没有上演电视剧里的歇斯底里,亦或是徒手制服歹徒的戏码。女孩被从四肢百骸溢出的恐惧淹没,此刻女孩内心只剩下恐惧,恐惧使她奋力掰开胸前的那双手,然而并没有掰动。她又用指甲去划,用牙齿咬,身上的手忽然松开,她转过身,看清了那人的嘴脸。哦,是一个男生,好像是班上的男同学,长得可真恶心。长得很恶心的人又吹了一声口哨,向远处站着的几个男生跑去,对他们说了几句什么,一群人哄堂大笑,期间她还听到一些下流字眼。

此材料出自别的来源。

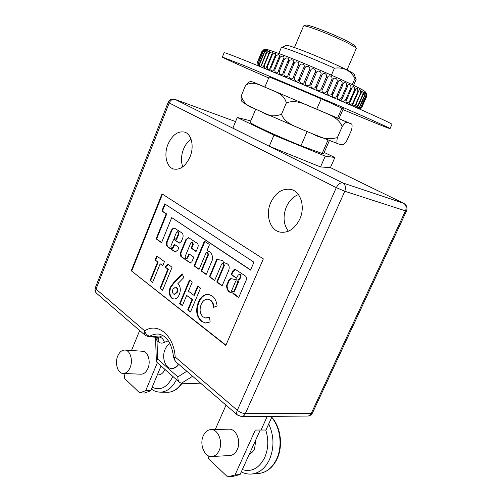 <?xml version="1.0" encoding="UTF-8"?>
<svg xmlns="http://www.w3.org/2000/svg" width="502" height="502" viewBox="0 0 502 502"><rect width="100%" height="100%" fill="white"/><g stroke="black" fill="none" stroke-linecap="round" stroke-linejoin="round"><path stroke-width="0.75" d="M336.61 117.65L316.737 109.191L321.198 98.831M270.39 89.425L350.911 123.825C352.26 123.724 352.454 125.826 351.5 130.125L346.957 140.391C342.734 146.873 341.849 144.231 339.992 144.363L338.492 143.961C336.855 144.4 336.478 142.298 337.357 137.648C328.71 139.675 320.471 138.414 312.646 133.852L302.229 129.522C294.693 125.933 284.816 123.216 281.522 114.28C274.468 116.853 268.181 116.207 262.659 112.341L253.924 108.325C247.844 106.656 243.595 102.571 241.18 96.07C240.86 99.126 241.205 101.002 242.209 101.705M349.888 123.316L338.976 118.648L343.324 108.714M264.893 87.053L255.775 83.169L265.194 87.204M337.357 137.648L342.201 126.623C346.775 119.796 347.591 123.046 349.367 123.097M281.522 114.28L286.316 102.941C297.234 98.656 307.462 105.947 316.988 109.304C326.055 113.828 338.172 116.232 342.201 126.623M241.18 96.07L245.629 85.24C253.817 80.264 260.745 85.967 267.773 88.308C274.299 91.784 283.799 92.958 286.316 102.941M256.641 83.533L254.614 82.673M254.106 82.466L252.023 81.807C250.498 80.916 248.364 82.058 245.629 85.24M175.945 239.234L176.811 239.021L178.869 234.064L178.235 231.736L177.695 231.623L176.378 232.614L174.376 237.603L174.489 238.318L175.844 239.234L176.271 238.914L178.329 233.951L177.695 231.623M178.706 234.384L178.166 234.271M239.492 274.211L240.038 274.305C240.979 274.682 241.255 275.529 240.86 276.847L239.912 279.049L238.337 280.172L230.744 278.597L228.956 279.815L226.527 285.638C226.816 289.736 228.441 292.133 231.403 292.835L233.443 293.237L233.581 294.034L238.268 297.366L238.877 297.096L246.2 280.204C246.802 278.516 246.595 277.16 245.585 276.125L235.476 269.492C234.089 269.386 233.028 270.202 232.3 271.94L231.391 274.061L231.535 274.845L236.467 278.208L238.073 275.221L239.492 274.211C240.433 274.588 240.709 275.435 240.32 276.753L239.372 278.961L237.791 280.085M117.744 356.018C119.482 352.053 121.835 350.063 124.81 350.051C130.125 350.032 133.312 360.323 130.118 367.546C128.393 371.43 126.084 373.406 123.197 373.469C117.75 373.576 114.581 363.222 117.744 356.018M124.81 350.051L142.524 351.249C147.858 351.237 151.096 361.327 147.921 368.405C146.214 372.214 143.911 374.147 141.012 374.203L123.197 373.469M203.31 435.723C205.105 431.877 207.633 429.831 210.89 429.587C218.031 428.896 223.308 441.936 219.154 450.482C217.391 454.21 214.95 456.23 211.825 456.538C204.471 457.404 199.206 444.239 203.31 435.723M210.89 429.587L228.943 429.172C236.072 428.495 241.38 441.233 237.27 449.591C235.526 453.231 233.097 455.207 229.979 455.521L211.825 456.538M255.838 439.771L254.589 448.738C253.328 451.43 251.577 453.224 249.343 454.109M190.032 156.869C185.74 166.062 180.325 170.128 173.78 169.067C166.495 167.342 163.627 154.748 167.957 144.369C172.249 134.944 177.802 130.859 184.604 132.108C191.588 134.021 194.418 146.521 190.032 156.869M191.024 139.117C187.817 141.439 185.307 144.802 183.5 149.201C181.09 155.582 180.845 161.462 182.772 166.846M299.82 219.048C294.818 228.925 288.198 233.267 279.959 232.087C269.875 230.098 265.225 214.693 270.735 202.576C275.805 192.31 282.682 187.955 291.367 189.518C300.899 191.864 305.385 207.05 299.82 219.048M298.414 194.575C293.149 196.665 289.133 200.775 286.36 206.893C282.751 216.274 283.417 224.388 288.361 231.227M178.417 364.013C176.472 366.981 174.156 368.455 171.477 368.424C165.227 368.474 161.512 357.311 165.039 349.517C166.237 346.725 167.888 344.774 169.983 343.669M353.565 85.315L356.119 79.479L354.174 74.29C355.165 72.941 316.856 55.565 297.008 48.456C290.633 46.146 287.094 45.124 286.391 45.381L281.302 47.571L278.855 53.444M331.408 75.143L334.407 68.19C319.134 61.338 305.323 55.596 292.955 50.966C285.945 48.393 282.08 47.238 281.371 47.502M334.407 68.19C343.5 66.954 350.358 70.362 354.97 78.4L352.228 84.669M356.119 79.385L354.97 78.4M347.033 69.966L356.263 48.499C355.987 47.809 353.998 46.454 350.289 44.427C336.798 36.928 304.733 24.347 303.559 26.022L294.454 47.539M356.263 48.499L355.479 46.448C355.209 45.782 353.326 44.483 349.819 42.563C337.055 35.429 306.766 23.563 305.58 25.169L303.559 26.022M390.041 128.594L391.974 124.314C392.432 123.85 373.005 114.87 341.172 101.002C309.401 87.166 269.894 70.5 246.946 61.244C231.93 55.195 224.325 52.359 224.124 52.716L222.373 57.071L245.045 65.906L339.107 105.727C370.94 119.501 390.424 128.292 390.041 128.594C388.818 128.474 378.27 124.295 358.39 116.05L342.935 109.605M343.286 108.802L328.741 102.113C305.592 91.96 267.277 75.909 268.859 77.007L269.016 77.126M366.56 96.673L361.829 107.372L360.041 109.285M361.045 106.75C359.752 108.394 358.905 108.978 358.503 108.501L360.129 106.248L364.941 95.349L365.462 92.732C366.052 92.788 366.178 93.849 365.832 95.907L361.045 106.75L366.014 96.033L366.372 93.303C366.805 93.51 366.837 94.545 366.473 96.409L361.71 107.177L366.535 96.484L366.717 93.711L365.048 91.521C364.389 91.006 363.228 90.059 353.828 85.44C338.11 77.791 306.584 64.174 286.284 56.28C264.378 48.079 266.286 49.14 263.751 49.742M359.821 106.091C358.359 107.855 357.43 108.369 357.047 107.635L358.472 105.407L363.316 94.432L363.963 91.954C364.722 91.835 364.948 92.908 364.647 95.173L359.821 106.091L360.129 106.248M358.058 105.207C356.389 107.089 355.391 107.516 355.052 106.487L361.867 91C362.814 90.642 363.159 91.715 362.902 94.213L358.058 105.207L358.472 105.407M355.755 104.09C353.86 106.11 352.781 106.424 352.529 105.037L359.194 89.883C360.342 89.224 360.819 90.272 360.624 93.027L355.755 104.09L356.282 104.341M352.925 102.759C350.76 104.931 349.624 105.1 349.517 103.274L355.937 88.641C357.305 87.58 357.932 88.572 357.813 91.628L352.925 102.759L353.565 103.054M349.599 101.222C347.07 103.569 345.897 103.531 346.073 101.122L352.084 87.379C353.69 85.71 354.5 86.589 354.506 90.027L349.599 101.222L350.34 101.561M345.803 99.496C344.027 102.734 339.967 100.958 342.502 98.015L347.434 86.714C347.836 82.899 351.864 84.763 350.729 88.245L345.803 99.496L346.644 99.879M341.58 97.601C339.923 100.908 335.487 98.976 337.971 95.995L342.91 84.643C343.362 80.841 347.773 82.843 346.512 86.294L341.58 97.601L342.502 98.015M336.974 95.549C335.436 98.925 330.68 96.867 333.096 93.843L338.034 82.447C338.555 78.663 343.293 80.784 341.912 84.192L336.974 95.549L337.971 95.995M332.029 93.372C330.617 96.817 325.591 94.652 327.931 91.584L332.87 80.151C333.46 76.392 338.48 78.607 336.967 81.97L332.029 93.372L333.096 93.843M326.815 91.094C325.528 94.596 320.295 92.362 322.541 89.237L327.473 77.779C328.151 74.051 333.391 76.335 331.753 79.655L326.815 91.094L327.931 91.584M321.387 88.735C320.22 92.305 314.842 90.015 316.994 86.84L321.914 75.363C322.686 71.673 328.076 73.995 326.313 77.27L321.387 88.735L322.541 89.237M315.808 86.331C314.773 89.958 309.307 87.643 311.347 84.424L316.254 72.928C317.132 69.282 322.61 71.617 320.728 74.848L315.808 86.331L316.994 86.84M310.154 83.916C309.238 87.586 303.766 85.284 305.68 82.014L310.575 70.512C311.554 66.917 317.057 69.226 315.061 72.42L310.154 83.916L311.347 84.424M304.494 81.506C303.691 85.227 298.276 82.962 300.064 79.636L304.934 68.14C306.025 64.601 311.478 66.86 309.383 70.01L304.494 81.506L305.68 82.014M298.897 79.147C298.194 82.899 292.904 80.703 294.567 77.327L299.412 65.844C300.623 62.361 305.956 64.545 303.76 67.651L298.897 79.147L300.064 79.636M293.432 76.85C292.829 80.646 287.721 78.532 289.252 75.112L294.072 63.647C295.396 60.227 300.554 62.304 298.27 65.373L293.432 76.85L294.567 77.327M288.167 74.66C287.652 78.475 282.795 76.486 284.188 73.016L288.976 61.583C290.42 58.226 295.333 60.177 292.98 63.202L288.167 74.66L289.252 75.112M283.159 72.595C282.72 76.429 278.171 74.578 279.432 71.071L284.188 59.675C285.751 56.375 290.363 58.176 287.941 61.169L283.159 72.595L284.188 73.016M278.478 70.682C278.102 74.528 273.91 72.834 275.04 69.289L279.765 57.937C281.434 54.699 285.701 56.331 283.228 59.292L278.478 70.682L279.432 71.071M274.167 68.937L273.728 70.023L272.222 71.253C270.98 70.569 270.591 69.383 271.055 67.695L275.749 56.393C278.346 53.965 279.545 54.009 279.344 56.519L274.167 68.937L275.04 69.289M257.068 65.367L257.212 62.725L261.674 51.875L263.807 49.723L261.937 51.813L257.582 62.725L262.069 51.819C263.192 50.238 263.983 49.554 264.435 49.773L262.766 51.932L258.492 62.976L263.01 51.988C264.297 50.294 265.169 49.667 265.621 50.106L264.14 52.296L259.597 63.334L259.063 66.026C258.398 66.113 258.204 65.097 258.492 62.976M264.504 52.403C265.966 50.583 266.92 50.024 267.359 50.727L266.066 52.898L260.839 66.534C260.005 66.822 259.703 65.793 259.948 63.459L264.504 52.403L264.14 52.296M266.537 53.055C268.212 51.11 269.241 50.639 269.63 51.656L263.199 67.224C262.176 67.77 261.762 66.753 261.95 64.174L266.537 53.055L266.066 52.898M269.103 53.94C271.011 51.857 272.122 51.505 272.423 52.892L266.135 68.077C264.912 68.956 264.359 67.971 264.479 65.128L269.103 53.94L268.52 53.733M272.184 55.057C274.381 52.817 275.548 52.628 275.686 54.48L269.637 69.056C268.193 70.38 267.491 69.464 267.528 66.302L272.184 55.057L271.494 54.8M182.389 305.674L179.66 303.553L189.467 280.028L192.247 282.074L188.445 291.191L193.828 295.239L197.675 286.065L200.518 288.161L190.496 311.987L187.71 309.816L192.034 299.499L186.669 295.427L182.389 305.674M198.346 302.223C200.794 296.701 204.226 294.103 208.656 294.429L212.114 295.873C214.887 298.037 216.55 301.395 217.102 305.938L213.614 307.375C213.231 304.143 212.082 301.733 210.15 300.146L207.884 299.179C205.023 299.085 202.802 300.817 201.208 304.375C199.256 309.646 199.89 313.819 203.115 316.894L205.694 317.998L209.459 317.12L210.169 321.97L205.318 322.987L201.296 321.211C196.376 316.567 195.397 310.236 198.346 302.223L198.892 302.292C201.277 296.883 204.64 294.279 208.989 294.479M157.634 261.925L155.105 260.049L156.762 255.97L164.43 261.611L162.748 265.727L160.182 263.82L152.583 282.475L150.073 280.524L157.634 261.925L158.174 262.019L155.105 260.049M162.491 194.174L131.675 271.086L225.931 345.138M221.646 263.989L223.026 262.992L223.792 265.458L216.757 282.042L222.116 285.858L228.793 270.183C229.715 266.675 228.968 264.447 226.54 263.494L223.522 262.508L222.675 260.5L216.726 259.377L209.384 276.797L214.636 280.53L221.646 263.989M190.779 242.893L192.097 241.914L192.755 244.248L191.356 247.63L191.475 248.371L195.793 251.345L196.338 251.069L197.87 247.386C198.466 245.591 198.246 244.236 197.198 243.307L188.551 237.597L185.84 239.623L180.325 253.027L180.871 256.484L190.195 262.992L191.921 261.693L193.584 257.689L193.465 256.949L189.059 253.893L187.133 257.84L185.859 258.806L185.175 256.453L190.779 242.893M164.738 203.9L161.87 211.028L166.168 213.896L156.091 238.864L161.531 242.736L171.728 217.598L250.536 270.101L253.949 262.195L164.738 203.9M172.707 247.63L171.458 248.584L170.824 246.3L173.46 239.837L173.981 239.561L179.233 243.075L181.36 241.462L182.678 238.243C183.462 235.884 183.18 234.095 181.831 232.89L174.621 228.19C173.165 228.033 171.991 228.918 171.1 230.864L166.582 241.983L166.488 245.12L167.285 246.62L175.16 252.029L177.877 249.952L178.486 248.459L178.26 247.009L174.57 244.474L173.736 245.114L172.707 247.63L173.246 247.731L171.998 248.685L171.458 248.584M205.889 253.221L207.244 252.236L207.953 254.633L201.346 270.402L201.471 271.162L205.92 274.33L206.485 274.061L212.741 259.001C212.453 254.458 210.746 251.753 207.608 250.893L207.207 250.071L209.29 245.095L209.158 244.348L204.703 241.368L204.151 241.657L194.268 265.376L194.393 266.123L198.761 269.229L199.313 268.959L205.889 253.221M170.184 287.426L173.585 282.726L182.213 273.91L183.839 277.575L177.877 283.636C180.5 286.253 180.99 289.867 179.339 294.479C177.94 297.586 176.045 299.098 173.654 299.016L171.759 298.188C169.174 295.584 168.647 291.995 170.184 287.426L170.73 287.502L174.131 282.808L173.585 282.726M167.869 269.147L164.894 266.945L168.019 264.253L172.079 267.24L162.61 290.281L160.031 288.273L167.869 269.147L168.415 269.241L164.894 266.945M268.683 77.929C242.058 66.383 222.166 57.473 222.373 57.071M328.019 140.052L322.146 153.486L300.987 145.737C277.33 136.249 248.559 122.89 250.247 122.293L255.706 109.154M300.987 145.737L307.098 131.555M342.006 108.049L337.614 118.095M329.381 140.579L323.677 153.618L322.146 153.486M250.831 120.888L237.258 117.481L232.878 128.123L269.267 146.239L320.514 166.94L330.379 167.643L334.853 157.502L324.185 152.457M161.06 365.964L150.682 390.744L144.708 393.028L139.719 392.928L124.728 378.596L124.082 373.507M157.364 362.682L145.699 390.625L139.719 392.928M131.505 350.503L139.669 330.542M157.245 337.375L156.988 340.657L155.626 337.244M330.404 167.593L403.508 203.216L342.841 182.941L175.047 99.409C172.569 98.844 170.624 100.023 169.199 102.948L168.183 102.308L95.305 287.815L96.02 289.077L169.199 102.948L336.302 187.666L237.302 410.303L175.179 356.997C173.83 335.085 157.622 322.121 144.683 330.837L96.02 289.077C95.374 290.903 95.587 292.34 96.666 293.394L145.197 335.317C144.13 334.263 143.955 332.77 144.683 330.837C145.574 333.905 147.299 335.7 149.86 336.221L148.297 336.622L157.766 337.426L159.329 337.024L149.86 336.221C152.621 334.564 155.463 333.843 158.381 334.056C166.658 335.405 171.759 343.305 173.679 357.75L175.6 361.584C174.545 360.53 174.401 359.005 175.179 356.997L173.679 357.75M320.514 166.94L325.252 156.128L334.853 157.502M269.267 146.239L273.954 135.145L325.252 156.128M237.258 117.481L273.954 135.145M272.197 416.327L265.972 430.013L255.317 430.057L235.024 474.948L227.588 476.9L208.525 458.677L208.054 455.659M260.212 430.132L240.082 474.541L232.658 476.48L227.588 476.9M267.24 416.365L260.99 430.145M215.283 429.486L226.019 405.139M150.682 390.744L145.699 390.625M157.898 337.451C158.908 338.486 159.059 339.942 158.343 341.812L156.988 340.657L157.659 359.062L156.379 361.346L156.743 362.137L179.609 382.442C178.292 381.043 177.708 379.192 177.852 376.883L186.8 371.254M131.135 270.998L162.02 193.879L263.343 258.894L225.806 345.426L131.675 271.086M240.082 474.541L235.024 474.948M192.605 376.274L181.417 383.214L201.396 383.867M181.417 383.214L179.609 382.442M178.768 364.32C176.848 367.106 174.596 368.487 172.01 368.449L171.703 368.43M164.951 369.428C163.25 373.036 160.979 374.868 158.136 374.912L157.327 374.881M155.645 260.143L157.208 256.296M162.843 265.489L160.182 263.82M152.69 282.212L150.073 280.524M150.619 280.605L158.174 262.019M233.443 293.237L238.682 297.353M232.658 292.873L233.656 293.268M231.253 278.698L229.502 279.903L227.067 285.726C227.331 289.635 228.856 292.013 231.642 292.861M239.931 279.005L239.391 278.917M235.764 269.568L232.84 272.034L231.937 274.155L232.075 274.939L236.724 278.139M232.84 272.034L232.3 271.94M232.351 291.756L234.578 291.104L238.444 282.118L238.18 281.271L236.147 280.882L235.676 281.214L231.554 290.827L231.836 291.681L234.039 291.022L237.904 282.03L237.634 281.176L236.16 280.888M223.026 262.992L223.572 263.092L224.338 265.558L217.303 282.13L222.217 285.625M217.272 259.484L209.93 276.884L214.737 280.304M209.93 276.884L209.384 276.797M226.829 263.563L226.182 263.456M217.303 282.13L216.757 282.042M192.097 241.914L192.636 242.02L193.295 244.355L191.896 247.737L192.015 248.471L196.15 251.326M189.354 254.068L187.673 257.94L186.399 258.9L185.859 258.806M188.834 237.678L186.38 239.736L180.871 253.127L181.41 256.585L190.465 263.004M165.202 204.207L162.41 211.154L161.87 211.028M171.728 217.598L250.623 269.9M162.41 211.154L166.708 214.015L156.63 238.971L161.619 242.522M156.63 238.971L156.091 238.864M166.708 214.015L166.168 213.896M174.834 244.606L173.246 247.731M174.903 228.272C173.535 228.278 172.45 229.176 171.64 230.976L167.122 242.089L167.028 245.221L167.825 246.72L175.418 252.054M174.32 239.63L179.496 243.093M207.244 252.236L207.784 252.337L208.493 254.734L201.892 270.496L202.017 271.256L206.303 274.305M204.898 241.493L194.814 265.47L194.933 266.217L199.131 269.204M214.116 307.168C213.708 304.061 212.572 301.746 210.696 300.221L210.15 300.146M210.696 300.221L207.884 299.179M205.933 318.017L209.497 317.402M205.55 323.006L201.296 321.211M201.848 321.274C196.928 316.63 195.943 310.305 198.892 302.292M182.502 305.404L179.66 303.553M180.212 303.622L189.913 280.354M198.114 286.391L194.374 295.314L193.828 295.239M190.609 311.717L187.71 309.816M188.256 309.885L192.586 299.575L192.034 299.499M192.586 299.575L186.669 295.427M174.131 282.808L182.408 274.349M173.899 299.035L171.759 298.188M172.305 298.263C169.72 295.659 169.193 292.07 170.73 287.502M174.188 294.316L174.734 294.392L177.288 292.252C178.028 290.238 177.827 288.656 176.685 287.502L175.443 287.113L172.92 289.252C172.192 291.21 172.362 292.785 173.435 293.99L174.188 294.316L176.742 292.177C177.482 290.162 177.281 288.575 176.139 287.426L175.443 287.113M177.288 292.252L176.742 292.177M176.685 287.502L176.139 287.426M165.44 267.033L168.371 264.51M162.717 290.018L160.031 288.273M160.577 288.349L168.415 269.241M271.676 417.482C280.423 427.422 282.764 446.316 276.589 459.173C272.354 467.789 266.468 472.545 258.925 473.442L251.734 474.032C259.289 473.135 265.194 468.335 269.455 459.631C274.356 447.684 274.117 435.786 268.739 423.933M181.699 383.221C177.601 389.232 172.801 392.263 167.292 392.313L160.163 392.156C166.777 391.993 172.211 387.826 176.466 379.65M242.315 469.608C251.64 472.313 259.088 468.335 264.661 457.673C268.426 448.819 268.783 439.601 265.734 430.019M355.24 90.379L354.506 90.027M268.488 51.242C263.274 47.891 271.136 50.338 292.076 58.571C312.213 66.603 339.503 78.488 353.672 85.371M261.674 51.875L262.314 50.821M275.749 56.393L274.958 56.092M279.765 57.937L278.886 57.592M284.188 59.675L283.228 59.292M288.976 61.583L287.941 61.169M294.072 63.647L292.98 63.202M299.412 65.844L298.27 65.373M304.934 68.14L303.76 67.651M310.575 70.512L309.383 70.01M316.254 72.928L315.061 72.42M321.914 75.363L320.728 74.848M327.473 77.779L326.313 77.27M332.87 80.151L331.753 79.655M338.034 82.447L336.967 81.97M342.91 84.643L341.912 84.192M347.434 86.714L346.512 86.294M351.557 88.634L350.729 88.245M270.277 67.387L271.055 67.695M266.844 66.038L267.528 66.302M263.908 64.909L264.479 65.128M261.486 64.005L261.95 64.174M259.597 63.334L259.948 63.459M358.447 91.941L357.813 91.628M361.145 93.297L360.624 93.027M363.316 94.432L362.902 94.213M175.6 361.584L237.502 415.06C236.486 414.037 236.423 412.449 237.302 410.303C239.9 412.311 242.579 413.41 245.34 413.604C244.443 415.48 243.181 416.459 241.556 416.553L307.6 416.07C309.188 415.982 310.418 415.079 311.271 413.366L245.34 413.604L344.786 191.256L405.484 210.853L311.271 413.366L312.551 412.857L406.488 211.053L405.484 210.853C406.739 207.42 406.08 204.879 403.508 203.216L330.41 167.58M175.047 99.409L235.57 121.591L175.047 99.409M342.841 182.941C345.483 184.698 346.129 187.472 344.786 191.256L336.302 187.666C338.166 184.102 340.343 182.527 342.841 182.941M168.308 340.814L164.405 342.326C162.246 343.519 160.226 343.349 158.343 341.812M164.405 342.326C163.514 339.302 161.82 337.532 159.329 337.024L162.805 335.468M157.659 359.062L177.852 376.883M152.156 387.218C160.389 391.052 167.292 387.462 172.87 376.456M234.127 294.109L233.581 294.034M233.267 292.986L232.721 292.911M227.067 285.726L226.527 285.638M227.136 285.387L226.59 285.299M229.408 280.066L228.868 279.972M229.502 279.903L228.956 279.815M240.86 276.847L240.32 276.753M232.075 274.939L231.535 274.845M231.937 274.155L231.391 274.061M238.18 281.271L237.634 281.176M238.444 282.118L237.904 282.03M234.578 291.104L234.039 291.022M234.308 291.405L233.763 291.323M224.338 265.558L223.792 265.458M193.295 244.355L192.755 244.248M187.673 257.94L187.133 257.84M189.172 254.319L188.633 254.219M190.283 262.891L189.737 262.797M181.41 256.585L180.871 256.484M180.871 253.127L180.325 253.027M186.38 239.736L185.84 239.623M192.015 248.471L191.475 248.371M191.896 247.737L191.356 247.63M174.276 245.221L173.736 245.114M175.016 251.841L174.476 251.74M167.825 246.72L167.285 246.62M167.028 245.221L166.488 245.12M166.865 244.154L166.325 244.047M167.122 242.089L166.582 241.983M171.64 230.976L171.1 230.864M179.27 242.968L178.731 242.861M174.52 239.667L173.981 239.561M176.811 239.021L176.271 238.914M208.493 254.734L207.953 254.633M194.933 266.217L194.393 266.123M194.814 265.47L194.268 265.376M204.69 241.769L204.151 241.657M202.017 271.256L201.471 271.162M201.892 270.496L201.346 270.402M313.141 134.059L338.492 143.955M301.664 129.284L262.659 112.341M253.924 108.325L244.204 103.343L242.215 101.699M271.777 417.256C280.831 427.183 283.26 445.958 277.066 458.91C272.806 467.626 266.757 472.47 258.925 473.442M182.119 383.233C177.965 389.207 173.021 392.231 167.292 392.313M273.722 70.023L273.916 69.565M279.15 56.983L279.338 56.519M261.667 51.894L257.212 62.725M346.079 101.122L346.261 100.707M351.915 87.787L352.09 87.386M269.053 77.038L264.88 87.072M406.488 211.053C407.668 207.74 406.758 205.161 403.746 203.316M307.6 416.07C309.859 415.951 311.51 414.878 312.551 412.857M155.507 337.231L156.379 361.346M145.197 335.317L148.297 336.622M95.305 287.815C94.589 289.961 95.041 291.819 96.666 293.394M174.815 99.308C171.797 98.517 169.582 99.521 168.183 102.308M237.502 415.06L241.556 416.553M171.477 368.424L172.01 368.449M151.384 389.056C154.058 391.045 156.982 392.075 160.163 392.156M241.261 471.924C244.618 473.624 248.107 474.321 251.734 474.032M233.123 292.93L232.577 292.848M236.687 280.969L236.147 280.882M174.42 239.623L173.88 239.517M176.384 239.341L175.844 239.234M205.694 317.998L206.24 318.061"/></g></svg>

女孩最后回到家,哦对,也不能说是家,她只是借住在这里。卷帘门依旧禁闭,拉起时发出巨大声响,门内传出几声抱怨,女孩不予理会,重新关上门。走进房间,女孩疲惫的瘫倒在床上,她不愿回想,可内心的恐惧却久久不能散去。她想要嘶吼,可她只是看着天花板,似乎停止了思考。她想要倾诉,可不知道向谁倾诉,她只见过她的生父一次,且只有短短的30分钟,甚至没有吃过一顿饭,而母亲就连一面都没有见过,她不知道要向谁倾诉。她曾经向老师寻求过帮助,而老师却告诉他,这里的风俗就是这样,男孩子大大咧咧很正常。她向同学寻求帮助,同学却告诉她,这里的男孩子只是爱开玩笑。女孩觉得荒诞至极,可她不知道该怎么办。
指甲缝里似乎有什么东西,对,是从刚刚那个有着恶臭嘴脸的人身上刮下来的,女孩更觉荒诞。
冷月无声,一丝光亮闪过,女孩落泪了。